If you thought chief executive officers were the most prepared at handling the next economic catastrophe, think again: most of them were not at the helm during the global financial crisis of 2008, according to data compiled by Bloomberg.
Bloomberg approximated the length of leadership for regional equity markets by tallying up the number of years CEOs of benchmark index members have been in the role.
Even markets with the longest-serving CEOs: Greece, Hong Kong and Thailand, can barely boast a ten year track record.
Greece’s Athens Stock Exchange Index member companies have the longest-serving CEOs with a tenure of 9.7 years. Hong Kong and Thailand’s CEOs, gauged by the Hang Seng and SET100 indexes respectively, follow the lead with tenures of 9.6 and 8.8 years respectively. In comparison, CEOs on IBOV, Brazil’s Sao Paulo stock exchange index have the shortest average of 3.4 years.
This is not to imply that the CEOs’ industry experience is confined to their current role. In order to be as accurate with data compilation as possible, our research only counted the most recent CEO appointment at current company as the start date, excluding prior leadership experience heading multinational subsidiaries, groups, divisions or as the CEOs for competitors.
Something to clearly consider are the basic differences between regions, countries and industries. An example are the cultural norms about when someone can become a CEO, according to Timothy Quigley, a professor of strategic management at the University of Georgia. “In the U.S., it was once the norm that you had to be mid-to-late 50s before coming CEO,” he says. Yet today the norm has shifted -- becoming a CEO in ones late 30s or early 40s are possible.
This rings truer than ever in the U.S. -- Marissa Mayer was 37 when she became Yahoo! Inc.’s CEO, a position she held for just shy of five years, and Mark Zuckerburg was all but 28 when he took Facebook Inc public. Globally, half of the CEOs are in the 50-59 age group.
“Similarly, it used to be that lots of companies had mandatory retirement ages,” Quigley says. Merck & Co. recently rolled back a policy calling for its chief executive officer to retire at the age of 65, allowing the drugmaker’s current boss, Ken Frazier, to remain at the helm for longer.
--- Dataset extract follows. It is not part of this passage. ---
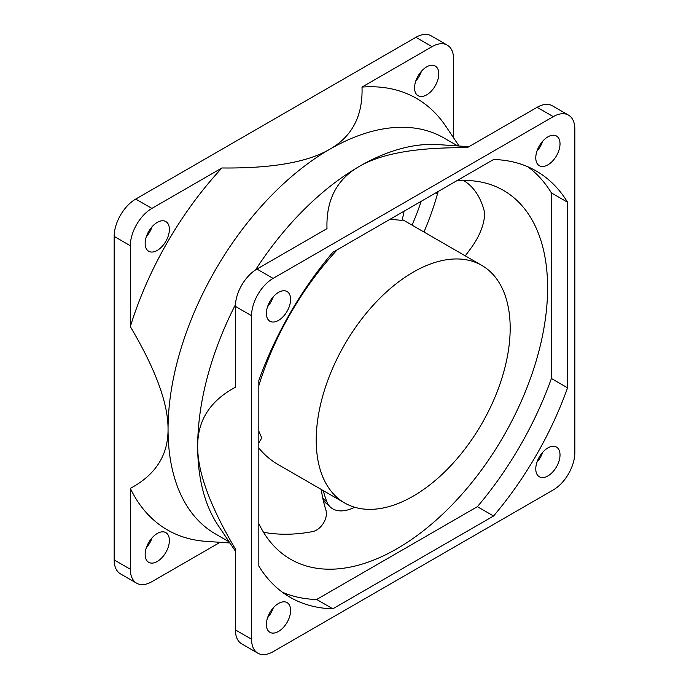 <?xml version="1.0" encoding="UTF-8"?>
<svg xmlns="http://www.w3.org/2000/svg" width="689" height="689" viewBox="0 0 689 689"><rect width="100%" height="100%" fill="white"/><g stroke="black" fill="none" stroke-linecap="round" stroke-linejoin="round"><path stroke-width="1.03" d="M323.33 490.654A176.754 108.776 132 0 0 326.982 502.057A34.286 21.101 132 0 0 330.539 507.242A34.286 21.101 132 0 0 354.628 507.233M263.525 532.287A203.651 143.045 124.6 0 0 313.667 531.374A15.296 10.748 124.6 0 0 325.923 510.127A168.185 118.138 -55.4 0 1 321.272 489.466M438.299 191.421A15.296 6.545 121.2 0 0 437.506 193.747L435.93 192.791M465.247 255.843A176.754 75.592 121.2 0 0 471.819 246.998A34.286 14.667 121.2 0 0 483.902 209.723A203.651 87.098 121.2 0 0 463.852 180.699A203.651 87.098 121.2 0 0 463.439 180.458L463.852 180.699M258.831 385.616A212.935 122.935 -60 0 1 337.274 249.745M456.79 180.751A212.935 122.935 -60 0 1 503.495 190.422A212.935 122.935 -60 0 1 547.6 287.899A212.935 122.935 -60 0 1 454.654 502.186A212.935 122.935 -60 0 1 290.569 559.235A212.935 122.935 -60 0 1 258.831 523.623M282.326 592.178A246.111 142.098 120 0 0 316.673 599.473L477.391 506.673A246.111 142.098 120 0 0 551.398 378.502L551.398 192.911A246.111 142.098 120 0 0 527.903 166.816M258.831 448.048C264.326 454.783 270.768 460.286 278.175 464.575L344.621 502.944A137.154 79.183 120 0 0 450.313 466.195A137.154 79.183 120 0 0 510.179 328.171A137.154 79.183 120 0 0 481.775 265.386A137.154 79.183 120 0 0 376.082 302.127A137.154 79.183 120 0 0 316.217 440.15A137.154 79.183 120 0 0 344.621 502.944M258.831 442.881A168.185 115.821 -67.3 0 1 261.768 437.954L258.831 431.176M404.107 211.161A176.754 82.775 112 0 1 402.092 220.402L390.112 219.24M421.22 201.283A168.185 71.932 -58.8 0 1 412.074 225.139M437.506 193.747A168.185 71.932 -58.8 0 1 423.968 232.012M332.83 608.8A246.111 142.098 -60 0 1 290.138 597.303A246.111 142.098 -60 0 1 258.831 566.074L258.831 380.483A246.111 142.098 -60 0 1 332.83 252.312L493.557 159.521A246.111 142.098 -60 0 1 536.249 171.018A246.111 142.098 -60 0 1 567.564 202.247L567.564 387.838A246.111 142.098 -60 0 1 493.557 516.009L332.83 608.8L316.673 599.473M493.557 516.009L477.391 506.673M567.564 387.838L551.398 378.502M567.564 202.247L551.398 192.911M145.146 243.398A17.147 9.896 -60 0 1 152.631 226.147A17.147 9.896 -60 0 1 165.842 221.557A17.147 9.896 -60 0 1 169.391 229.403A17.147 9.896 -60 0 1 161.906 246.653A17.147 9.896 -60 0 1 148.695 251.252A17.147 9.896 -60 0 1 145.146 243.398M146.326 236.689A17.147 9.896 120 0 0 152.045 226.784M414.545 87.865A17.147 9.896 -60 0 1 422.03 70.614A17.147 9.896 -60 0 1 435.241 66.023A17.147 9.896 -60 0 1 438.79 73.869A17.147 9.896 -60 0 1 431.305 91.12A17.147 9.896 -60 0 1 418.094 95.711A17.147 9.896 -60 0 1 414.545 87.865M415.725 81.147A17.147 9.896 120 0 0 421.444 71.251M536.955 151.141A17.147 9.896 120 0 0 542.674 141.245M560.019 143.855A17.147 9.896 -60 0 1 552.535 161.114A17.147 9.896 -60 0 1 539.323 165.704A17.147 9.896 -60 0 1 535.775 157.859A17.147 9.896 -60 0 1 543.251 140.608A17.147 9.896 -60 0 1 556.462 136.009A17.147 9.896 -60 0 1 560.019 143.855M267.556 306.674A17.147 9.896 120 0 0 273.275 296.778M290.62 299.396A17.147 9.896 -60 0 1 283.136 316.647A17.147 9.896 -60 0 1 269.924 321.238A17.147 9.896 -60 0 1 266.376 313.392A17.147 9.896 -60 0 1 273.86 296.141A17.147 9.896 -60 0 1 287.072 291.542A17.147 9.896 -60 0 1 290.62 299.396M251.563 315.726A30.48 17.595 -60 0 1 273.111 278.399L553.284 116.639A30.48 17.595 -60 0 1 568.52 115.132A30.48 17.595 -60 0 1 574.833 129.084L574.833 452.595A30.48 17.595 -60 0 1 553.284 489.931L273.111 651.682A30.48 17.595 -60 0 1 257.867 653.189A30.48 17.595 -60 0 1 251.563 639.237L251.563 315.726L235.397 306.39L235.397 387.27C210.093 400.8 197.519 420.497 197.683 446.377A228.593 131.978 120 0 0 218.224 525.569L235.397 551.14M468.908 146.688L438.17 144.604A228.593 131.978 120 0 0 359.313 166.411C336.826 179.209 326.052 199.948 326.991 228.627L256.945 269.063A30.48 17.595 120 0 0 235.397 306.39M267.556 617.749A17.147 9.896 120 0 0 273.275 607.853M290.62 610.463A17.147 9.896 -60 0 1 283.136 627.722A17.147 9.896 -60 0 1 269.924 632.313A17.147 9.896 -60 0 1 266.376 624.467A17.147 9.896 -60 0 1 273.86 607.207A17.147 9.896 -60 0 1 287.072 602.617A17.147 9.896 -60 0 1 290.62 610.463M536.955 462.216A17.147 9.896 120 0 0 542.674 452.311M560.019 454.929A17.147 9.896 -60 0 1 552.535 472.189A17.147 9.896 -60 0 1 539.323 476.779A17.147 9.896 -60 0 1 535.775 468.933A17.147 9.896 -60 0 1 543.251 451.674A17.147 9.896 -60 0 1 556.462 447.083A17.147 9.896 -60 0 1 560.019 454.929M568.52 115.132L552.354 105.796A30.48 17.595 120 0 0 537.119 107.312L467.073 147.747C417.413 147.205 381.491 153.423 359.313 166.411A228.593 131.978 120 0 0 255.481 269.967M235.449 304.667A228.593 131.978 120 0 0 197.683 446.377C197.519 472.068 210.093 506.286 235.397 549.03L235.397 629.91A30.48 17.595 120 0 0 241.71 643.862L257.867 653.189M459.089 146.025L445.74 126.156A249.125 143.837 -60 0 0 362.009 87.09L432.055 46.645A30.48 17.595 -60 0 1 447.29 45.138A30.48 17.595 -60 0 1 453.603 59.09L453.603 137.86M447.29 45.138L431.133 35.811A30.48 17.595 120 0 0 415.889 37.318L135.716 199.069A30.48 17.595 120 0 0 114.167 236.405L114.167 559.916A30.48 17.595 120 0 0 120.48 573.868L136.646 583.204A30.48 17.595 -60 0 1 130.333 569.252L130.333 488.372A249.125 143.837 -60 0 0 206.028 541.356L229.911 542.975M145.146 554.473A17.147 9.896 -60 0 1 152.631 537.222A17.147 9.896 -60 0 1 165.842 532.623A17.147 9.896 -60 0 1 169.391 540.477A17.147 9.896 -60 0 1 161.906 557.728A17.147 9.896 -60 0 1 148.695 562.319A17.147 9.896 -60 0 1 145.146 554.473M146.326 547.755A17.147 9.896 120 0 0 152.045 537.859M130.333 245.732A30.48 17.595 -60 0 1 151.881 208.405L221.927 167.97A249.125 143.837 -60 0 0 130.333 326.612L130.333 245.732L114.167 236.405M220.092 542.312L151.881 581.688A30.48 17.595 -60 0 1 136.646 583.204M362.009 87.09C362.948 115.761 352.174 136.5 329.686 149.298C307.509 162.285 271.587 168.504 221.927 167.97M130.333 326.612C155.628 369.356 168.202 403.573 168.047 429.264C168.202 455.145 155.628 474.842 130.333 488.372M457.754 145.93L443.974 137.981A228.593 131.978 120 0 0 329.686 149.298A228.593 131.978 120 0 0 168.047 429.264A228.593 131.978 120 0 0 215.39 533.915L229.161 541.864M326.982 502.057L322.814 498.302M256.945 269.063L273.111 278.399M537.119 107.312L553.284 116.639M235.397 629.91L251.563 639.237M415.889 37.318L432.055 46.645M135.716 199.069L151.881 208.405M114.167 559.916L130.333 569.252M330.539 507.242L323.356 500.774M402.298 219.498L481.775 265.386"/></g></svg>
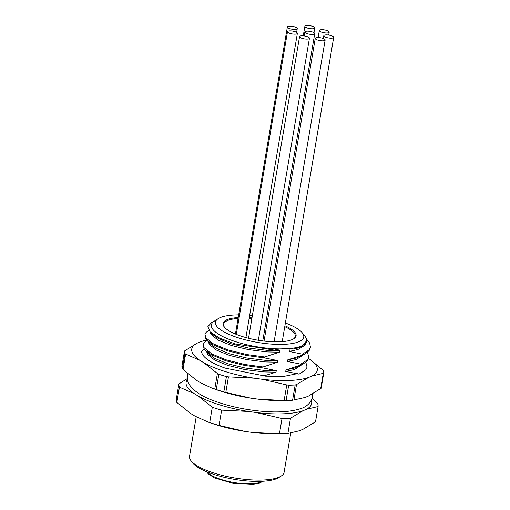 <?xml version="1.0" encoding="UTF-8"?>
<svg xmlns="http://www.w3.org/2000/svg" width="510" height="510" viewBox="0 0 510 510"><rect width="100%" height="100%" fill="white"/><g stroke="black" fill="none" stroke-linecap="round" stroke-linejoin="round"><path stroke-width="0.76" d="M285.383 323.002A44.791 12.928 -170.4 0 1 302.347 332.928L305.152 336.517A48.316 13.948 -170.4 0 1 306.708 340.661L302.118 346.29L293.288 349.012L289.603 348.553L279.945 348.91L274.31 350.089L235.301 343.95L219.657 338.187L210.107 331.851L207.876 326.617L211.739 322.422L214.812 320.822M302.13 346.309L298.152 347.992L293.288 349.012M306.523 339.022L309.678 343.103L310.424 347.163L309.124 350.682L304.91 353.991L302.341 355.126L287.685 359.894L287.423 361.443L296.202 359.531L304.024 354.45M304.91 353.991L296.463 357.982L287.685 359.894M307.549 352.302L308.735 357.147L307.434 360.672L303.22 363.981L300.651 365.109L285.995 369.884L285.734 371.433L294.512 369.514L302.334 364.433M303.22 363.981L294.774 367.965L285.995 369.884M274.31 350.089L279.652 350.65L267.304 350.383L248.593 348.05L231.393 343.848L218.318 338.512L212.383 334.26L210.101 331.857M279.652 350.65L279.391 352.2L264.735 356.968L264.575 357.924L277.963 360.64L265.614 360.366L246.904 358.039L229.704 353.838L216.629 348.502L210.694 344.25L206.894 340.246L205.689 338.736L204.982 334.464L206.034 332.405L208.909 330.384M264.575 357.924L246.559 355.495L227.69 350.823L213.346 344.907L206.894 340.246M277.963 360.64L277.701 362.189L263.045 366.958L262.886 367.908L276.273 370.623L263.925 370.356L245.214 368.022L228.015 363.828L214.94 358.492L209.004 354.24L205.205 350.236L204 348.725L203.292 344.454L204.344 342.395L207.079 340.444M262.886 367.908L244.87 365.479L226 360.812L211.656 354.89L205.205 350.236M306.523 341.891L305.356 344.996L297.891 349.541L289.113 351.454L302.5 354.169L302.341 355.126M310.424 347.163L309.283 349.733L302.5 354.169M308.735 357.147L307.594 359.722L300.811 364.159L287.423 361.443M305.86 362.285L307.045 367.136L305.904 369.705L299.121 374.149L285.734 371.433M264.735 356.968L246.719 354.546L227.855 349.873L213.505 343.957L205.849 337.786L204.982 334.464M279.391 352.2L267.042 351.932L248.332 349.599L231.132 345.397L218.057 340.062L211.07 334.503L210.241 332.329M263.045 366.958L245.029 364.529L226.166 359.856L211.816 353.94L204.159 347.775L203.292 344.454M277.701 362.189L265.353 361.921L246.642 359.588L229.443 355.387L216.367 350.051L209.38 344.492L208.552 342.318M276.273 370.623L276.012 372.172L263.664 371.905L244.953 369.578L227.753 365.377L214.678 360.041L207.691 354.482L206.862 352.302M276.012 372.172L263.581 375.991M300.811 364.159L300.651 365.109M289.374 349.905L289.113 351.454M302.347 332.928A44.791 12.928 -170.4 0 1 277.465 344.39A44.791 12.928 -170.4 0 1 222.487 331.035A44.791 12.928 -170.4 0 1 218.133 318.686A44.791 12.928 -170.4 0 1 238.674 314.874M249.677 315.352A44.791 12.928 -170.4 0 1 252.373 315.613M266.673 317.819A44.791 12.928 -170.4 0 1 267.96 318.087M218.133 318.686L214.308 321.153A48.316 13.948 9.6 0 0 219 334.471A48.316 13.948 9.6 0 0 279.945 348.91M289.603 348.553A48.316 13.948 9.6 0 0 306.708 340.661M187.412 379.548A63.648 18.373 9.6 0 0 194.221 393.624L179.418 387.16A70.533 20.355 -170.4 0 1 178.889 383.934L176.307 399.209A70.533 20.355 9.6 0 0 176.83 402.435L190.842 413.597L194.909 416.083L208.239 422.095A63.648 18.373 9.6 0 0 245.112 431.428L252.59 432.467L279.435 433.787A70.533 20.355 9.6 0 0 281.558 433.761A70.533 20.355 9.6 0 0 287.914 433.474L299.606 430.714L303.023 429.273L315.518 421.808L318.1 406.54L306.402 409.294A63.648 18.373 9.6 0 0 311.342 400.509M252.59 432.467A63.648 18.373 9.6 0 0 277.682 433.844L281.558 433.761M194.221 393.624L198.288 396.111A63.648 18.373 9.6 0 0 248.491 411.455L255.969 412.494A63.648 18.373 9.6 0 0 302.985 410.741L306.402 409.294M178.889 383.934L187.297 378.592M179.418 387.16L176.83 402.435M205.989 421.254L209.712 422.548A70.533 20.355 9.6 0 0 219.058 425.404L245.112 431.428M248.491 411.455L221.646 410.129A70.533 20.355 -170.4 0 1 212.294 407.273L209.712 422.548M212.294 407.273L198.288 396.111M221.646 410.129L219.058 425.404M302.985 410.741L290.496 418.2A70.533 20.355 -170.4 0 1 282.024 418.519L279.435 433.787M282.024 418.519L255.969 412.494M290.496 418.2L287.914 433.474M312.158 398.622L317.602 403.435A70.533 20.355 -170.4 0 1 318.1 406.54M196.203 416.81L189.529 456.284A47.959 13.846 9.6 0 0 191.033 460.772A47.959 13.846 9.6 0 0 234.511 477.934A47.959 13.846 9.6 0 0 281.214 476.028A47.959 13.846 9.6 0 0 284.108 472.286L290.738 433.105M191.033 460.772L192.716 462.927A45.849 13.235 9.6 0 0 234.275 479.33A45.849 13.235 9.6 0 0 278.919 477.507L281.214 476.028M284.918 325.756A37.032 10.691 -170.4 0 1 293.862 338.716A37.032 10.691 -170.4 0 1 263.6 341.031A37.032 10.691 -170.4 0 1 228.913 330.792A37.032 10.691 -170.4 0 1 224.241 326.935A37.032 10.691 -170.4 0 1 238.221 317.558M249.282 317.666A37.032 10.691 -170.4 0 1 251.991 317.883M266.296 320.044A37.032 10.691 -170.4 0 1 267.578 320.318M224.54 327.299A36.325 10.487 -170.4 0 1 238.068 318.482M249.135 318.546A36.325 10.487 -170.4 0 1 251.838 318.756M266.15 320.911A36.325 10.487 -170.4 0 1 267.431 321.192M284.758 326.693A36.325 10.487 -170.4 0 1 293.467 338.959M204.102 348.878L201.609 351.556A53.607 15.472 9.6 0 0 225.203 368.124L265.621 376.163L284.274 376.303L297.566 373.613M308.48 358.524L309.959 359.429A63.648 18.373 -170.4 0 1 311.986 376.029L308.556 377.47A63.648 18.373 -170.4 0 1 261.713 379.21L254.241 378.178A63.648 18.373 -170.4 0 1 203.917 362.82L199.85 360.328A63.648 18.373 -170.4 0 1 197.013 343.224L200.424 341.776A63.648 18.373 -170.4 0 1 206.779 340.125M309.959 359.429L323.353 370.47A70.533 20.355 -170.4 0 1 323.748 372.976L321.166 388.244L308.607 396.002L305.178 397.443L292.587 400.242L295.169 384.973A70.533 20.355 -170.4 0 1 288.692 385.216L286.11 400.484A70.533 20.355 9.6 0 0 287.187 400.465A70.533 20.355 9.6 0 0 292.587 400.242M287.187 400.465L283.311 400.548A63.648 18.373 -170.4 0 1 258.334 399.19L250.863 398.157A63.648 18.373 -170.4 0 1 213.868 388.805L211.618 387.963L214.761 389.066L217.394 373.486L203.917 362.82M211.624 387.963L200.538 382.793L196.471 380.307L182.338 368.806L184.92 353.538A70.533 20.355 -170.4 0 1 184.499 350.995L181.917 366.269A70.533 20.355 9.6 0 0 182.338 368.806M320.65 388.907L323.283 373.326L311.986 376.029M308.556 377.47L296.52 384.565L293.881 400.146M258.334 399.19L284.134 400.509L286.767 384.929L261.713 379.21M254.241 378.178L228.448 376.864L225.809 392.439L250.863 398.157M226.421 376.597A70.533 20.355 -170.4 0 1 218.841 374.283L216.253 389.557A70.533 20.355 9.6 0 0 223.839 391.871L226.421 376.597L228.448 376.864M199.85 360.328L185.634 354.055L182.994 369.635M200.424 341.776L206.588 339.915M184.499 350.995L197.013 343.224M286.11 400.484L284.134 400.509M216.253 389.557L214.761 389.066M225.809 392.439L223.839 391.871M323.283 373.326L323.748 372.976M295.169 384.973L296.52 384.565M286.767 384.929L288.692 385.216M217.394 373.486L218.841 374.283M184.92 353.538L185.634 354.055M307.128 25.5A5.011 1.447 9.6 0 0 304.878 26.31A5.011 1.447 9.6 0 0 307.351 28.031A5.011 1.447 9.6 0 0 312.502 28.789A5.011 1.447 9.6 0 0 314.753 27.98A5.011 1.447 9.6 0 0 312.279 26.259A5.011 1.447 9.6 0 0 307.128 25.5M289.623 26.15A5.011 1.447 9.6 0 0 287.372 26.96A5.011 1.447 9.6 0 0 289.846 28.681A5.011 1.447 9.6 0 0 295.003 29.44A5.011 1.447 9.6 0 0 297.247 28.63A5.011 1.447 9.6 0 0 294.78 26.909A5.011 1.447 9.6 0 0 289.623 26.15M289.744 30.874A5.011 1.447 9.6 0 0 287.5 31.684A5.011 1.447 9.6 0 0 289.967 33.405A5.011 1.447 9.6 0 0 295.124 34.164A5.011 1.447 9.6 0 0 297.375 33.354A5.011 1.447 9.6 0 0 294.901 31.633A5.011 1.447 9.6 0 0 289.744 30.874M301.812 35.802A5.011 1.447 9.6 0 0 299.561 36.612A5.011 1.447 9.6 0 0 302.035 38.333A5.011 1.447 9.6 0 0 307.186 39.091A5.011 1.447 9.6 0 0 309.436 38.282A5.011 1.447 9.6 0 0 306.969 36.554A5.011 1.447 9.6 0 0 301.812 35.802M307.109 31.167A5.011 1.447 9.6 0 0 304.859 31.977A5.011 1.447 9.6 0 0 307.332 33.698A5.011 1.447 9.6 0 0 312.483 34.457A5.011 1.447 9.6 0 0 314.734 33.647A5.011 1.447 9.6 0 0 312.26 31.926A5.011 1.447 9.6 0 0 307.109 31.167M317.52 37.536A5.011 1.447 9.6 0 0 315.269 38.346A5.011 1.447 9.6 0 0 317.743 40.073A5.011 1.447 9.6 0 0 322.9 40.825A5.011 1.447 9.6 0 0 325.144 40.016A5.011 1.447 9.6 0 0 322.677 38.295A5.011 1.447 9.6 0 0 317.52 37.536M326.068 34.897A5.011 1.447 9.6 0 0 323.818 35.706A5.011 1.447 9.6 0 0 326.292 37.428A5.011 1.447 9.6 0 0 331.443 38.186A5.011 1.447 9.6 0 0 333.693 37.377A5.011 1.447 9.6 0 0 331.219 35.655A5.011 1.447 9.6 0 0 326.068 34.897M321.574 29.688A5.011 1.447 9.6 0 0 319.324 30.498A5.011 1.447 9.6 0 0 321.791 32.219A5.011 1.447 9.6 0 0 326.948 32.978A5.011 1.447 9.6 0 0 329.199 32.168A5.011 1.447 9.6 0 0 326.725 30.447A5.011 1.447 9.6 0 0 321.574 29.688M207.187 471.967A29.274 8.447 9.6 0 0 233.739 482.466A29.274 8.447 9.6 0 0 262.274 481.287M206.69 471.763L208.188 473.809L214.5 477.889L233.363 483.423L253.151 484.5L259.596 483.168L262.816 481.255M307.045 367.136L306.88 368.086M187.865 373.906L187.425 375.66C187.004 378.732 187.546 381.563 189.051 384.157C193.609 391.176 202.489 396.946 215.698 401.459C230.023 406.534 245.552 409.817 262.28 411.315C277.631 412.609 290.031 411.838 299.472 408.994C306.395 407.203 310.769 403.149 312.611 396.831L312.732 393.905M304.878 26.31L303.265 35.834M314.753 27.98L313.962 32.666M287.372 26.96L235.435 334.037M297.247 28.63L296.616 32.385M287.5 31.684L236.296 334.388M297.375 33.354L245.916 337.575M299.561 36.612L248.542 338.264M309.436 38.282L258.36 340.278M304.859 31.977L304.19 35.936M314.734 33.647L262.765 340.929M315.269 38.346L264.065 341.088M325.144 40.016L274.099 341.834M323.818 35.706L323.34 38.537M333.693 37.377L282.228 341.649M319.324 30.498L318.132 37.536M329.199 32.168L328.708 35.069"/></g></svg>

In places where mandatory retirement and tougher promotional hierarchy squeeze both ends of the career spectrum -- such as the Japanese market -- as assessed by the Nikkei index members, it is probably no wonder that the average leader is 62.9 years old, one of the oldest, while having only served as a CEO for an average 4.4 years.
Some of the longest-serving CEOs for major equity index member companies may not represent their industry as a whole. Warren Buffett, one of the oldest CEOs at age 88, has been leading Berkshire Hathaway Inc, an SPX member, for 48.7 years. Rahul Bajaj, of Bajaj Auto Ltd, a maker of motorized scooters and one of the 31 current members of India’s Sensex index, has been in the lead position for 50.8 years. Bernard Arnault, France’s richest man, has been at the helm of luxury goods maker LVMH Moet Hennessy for nearly 30 years.
In this fast-paced world dominated by career mobility and misaligned incentives, as 'companies are dealing with uncertainty in the markets, disruptions in technology, or fallout from impending tariffs. Regardless of the reason, boards need strong talent with specific skill-sets,' said Andrew Challenger, Vice President of Challenger, Gray & Christmas, Inc., a global outplacement consultancy.
Should something like the 2008 crisis happen again, even on a regional level, experience matters. Quigley agrees, 'I think there’s an argument to be made for keeping the steady hand at the helm in rough seas.'
Needless to say, Warren Buffetts are a rarity.
METHODOLOGY: CEO tenure are as of 8/31/2018. Only included tenure as chief executive officer or equivalent position for the currently associated company, since most recent appointment. Data is then supplemented by extrapolating years at current helm since last known documented mention of the CEO post. More than 6,800 companies benchmarked to 80 primary regional equity indexes were researched. Final output included markets with tenure data for more than 75% of the index members or at least 20 member stocks. Tenure data for dual listed firms were included in both markets’ entries.